Tuesday, June 06, 2023

Charter schools rise above

Education Week: "Charter Schools Are Outperforming Traditional Public Schools: 6 Takeaways From a New Study."
A new study shows that charter school students are now outpacing their peers in traditional public schools in math and reading achievement, cementing a long-term trend of positive charter school outcomes.

The study is the third in a series conducted by the Center for Research on Educational Outcomes (CREDO) at Stanford University, which has researched charter school performance since 2000. The third study, released June 6, is notable because it shows superior outcomes among charter school students while the center’s earlier studies showed charter school students performed either worse than or about the same as their peers in traditional public schools.
I've never understood the opposition to charter schools.  If you think (well-funded) public schools are superior, why not allow the competition of charter schools.

We know why:
Two public schools in Manhattan illustrate the high stakes of a political choice that the nation, and many states and municipalities, must reconsider.
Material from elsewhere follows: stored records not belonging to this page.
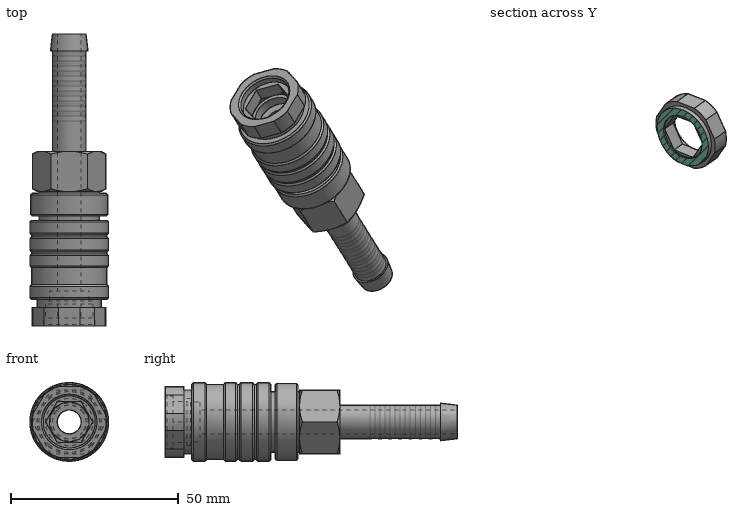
import cadquery as cq
import math

LENGTH = 87.0

FRONT_HEX_FLATS = 21.05
FRONT_HEX_DIAMETER = 22.0
FRONT_HEX_LENGTH = 5.6
FRONT_NECK_DIAMETER = 19.1

SLEEVE_FRONT = 7.9
SLEEVE_REAR = 31.5
BAND_DIAMETER = 23.5
BAND_CHAMFER = 0.5
SLEEVE_CORE_DIAMETER = BAND_DIAMETER - 2 * BAND_CHAMFER
BANDS = [(SLEEVE_FRONT, 12.35), (17.4, 21.5), (22.1, 26.5), (27.15, SLEEVE_REAR)]

REAR_NECK_DIAMETER = 18.1
COLLAR_FRONT = 32.7
COLLAR_REAR = 39.6
COLLAR_DIAMETER = 23.0
COLLAR_CHAMFER = 0.5

NUT_FRONT = 40.0
NUT_REAR = 52.0
NUT_FLATS = 19.0
NUT_CHAMFER_ANGLE = 30.0

STEM_DIAMETER = 10.1
GROOVE_COUNT = 7
GROOVED_LENGTH = 21.0
GROOVE_PITCH = GROOVED_LENGTH / GROOVE_COUNT
GROOVE_DEPTH = 0.07
TIP_LENGTH = 5.05
TIP_END_DIAMETER = 10.0
TIP_BASE_DIAMETER = 11.2
TIP_BULGE = 0.035

SOCKET_DIAMETER = 15.5
SOCKET_DEPTH = 2.35
SOCKET_CHAMFER = 0.5
SOCKET_CHAMFER_ANGLE = 45.0
SOCKET_HEX_FLATS = 12.2
SOCKET_HEX_END = 6.5
RELIEF_END = 7.5
BORE_DIAMETER = 11.8
BORE_END = 10.4
HOLE_DIAMETER = 7.05


def corner_diameter(flats):
    """Width across corners of a hexagon with the given width across flats."""
    return flats / math.cos(math.pi / 6)


def disc(diameter, front, rear):
    """Cylinder about Y from Y = front to Y = rear."""
    plane = cq.Workplane("XZ", origin=(0, front, 0))
    return plane.circle(diameter / 2).extrude(front - rear)


def hexagon(flats, front, rear):
    """Hexagonal bar about Y with two corners on the X axis."""
    plane = cq.Workplane("XZ", origin=(0, front, 0))
    return plane.polygon(6, corner_diameter(flats)).extrude(front - rear)


def front_hexagon():
    """Hexagon with its corners turned round."""
    blank = disc(FRONT_HEX_DIAMETER, 0, FRONT_HEX_LENGTH)
    return blank.intersect(hexagon(FRONT_HEX_FLATS, 0, FRONT_HEX_LENGTH))


def sleeve():
    """Core with raised grip bands, each chamfered at both ends."""
    body = disc(SLEEVE_CORE_DIAMETER, SLEEVE_FRONT + BAND_CHAMFER, SLEEVE_REAR - BAND_CHAMFER)
    for front, rear in BANDS:
        body = body.union(disc(BAND_DIAMETER, front, rear).edges().chamfer(BAND_CHAMFER))
    return body


def collar():
    """Plain collar chamfered at both ends."""
    return disc(COLLAR_DIAMETER, COLLAR_FRONT, COLLAR_REAR).edges().chamfer(COLLAR_CHAMFER)


def nut():
    """Hexagon nut with conical corner chamfers at both ends."""
    width = corner_diameter(NUT_FLATS)
    radial = (width - NUT_FLATS) / 2
    axial = radial * math.tan(math.radians(NUT_CHAMFER_ANGLE))
    blank = disc(width, NUT_FRONT, NUT_REAR)
    blank = blank.faces("<Y").chamfer(axial, radial)
    blank = blank.faces(">Y").chamfer(axial, radial)
    return blank.intersect(hexagon(NUT_FLATS, NUT_FRONT, NUT_REAR))


def hose_stem():
    """Stem turned from a half outline of radius against Y."""
    radius = STEM_DIAMETER / 2
    tip_start = LENGTH - TIP_LENGTH
    grooves_start = tip_start - GROOVED_LENGTH
    outline = cq.Workplane("XY").moveTo(0, NUT_FRONT).lineTo(radius, NUT_FRONT)
    outline = outline.lineTo(radius, grooves_start)
    for i in range(GROOVE_COUNT):
        front = grooves_start + i * GROOVE_PITCH
        outline = outline.lineTo(radius - GROOVE_DEPTH, front + GROOVE_PITCH / 2)
        outline = outline.lineTo(radius, front + GROOVE_PITCH)
    tip_mid_radius = (TIP_BASE_DIAMETER + TIP_END_DIAMETER) / 4 + TIP_BULGE
    outline = outline.lineTo(TIP_BASE_DIAMETER / 2, tip_start)
    outline = outline.threePointArc(
        (tip_mid_radius, tip_start + TIP_LENGTH / 2), (TIP_END_DIAMETER / 2, LENGTH)
    )
    outline = outline.lineTo(0, LENGTH).close()
    return outline.revolve(360, (0, 0, 0), (0, 1, 0))


def inner_space():
    """Chamfered socket, hexagon socket, relief groove, bore and through hole."""
    space = disc(SOCKET_DIAMETER, 0, SOCKET_DEPTH)
    mouth = cq.Workplane("XZ").circle(SOCKET_DIAMETER / 2 + SOCKET_CHAMFER)
    space = space.union(mouth.extrude(-SOCKET_CHAMFER, taper=SOCKET_CHAMFER_ANGLE))
    space = space.union(hexagon(SOCKET_HEX_FLATS, 0, SOCKET_HEX_END))
    space = space.union(disc(corner_diameter(SOCKET_HEX_FLATS), SOCKET_HEX_END, RELIEF_END))
    space = space.union(disc(BORE_DIAMETER, 0, BORE_END))
    return space.union(disc(HOLE_DIAMETER, 0, LENGTH))


outside = front_hexagon()
outside = outside.union(disc(FRONT_NECK_DIAMETER, FRONT_HEX_LENGTH, SLEEVE_FRONT))
outside = outside.union(sleeve())
outside = outside.union(disc(REAR_NECK_DIAMETER, SLEEVE_REAR, NUT_FRONT))
outside = outside.union(collar()).union(nut()).union(hose_stem())
result = outside.cut(inner_space())

In 2019, Success Academy Harlem 2 charter school ranked 37th among New York state’s 2,413 public elementary schools, one of which, PS 30, had only about a third as many pupils as Harlem 2, spent twice as much per pupil and ranked 1,694th. PS 30 and Harlem 2 operate in the same building.

The contract for PS 30’s unionized teachers is 167 pages long, mostly detailing job protections, and what teachers can and cannot be required to do.

The contract for Harlem 2’s nonunion teachers is one page long. Those teachers can be fired at will, and are paid 5 to 10 percent more than PS 30 teachers on the other side of the building.
"Accountability is for suckers" - Randi Weingarten, probably.

2 comments:

Anonymous said...

The students at Harlem 2 can also be fired at will. Success Academy charter schools boost their numbers by expelling kids (or repeatedly suspending them until they quit), an option which is not available to public schools. And it's not because public school children have a thick union contract.

Following expulsions, some of the charter schools leave those seats vacant for the remainder of the year despite existing demand. Charter schools also accept far fewer disabled students than public schools. These practices don't hurt the charters' statistics.

Anonymous said...

"Accountability is for suckers" - fervent Tara Reade pundits, probably.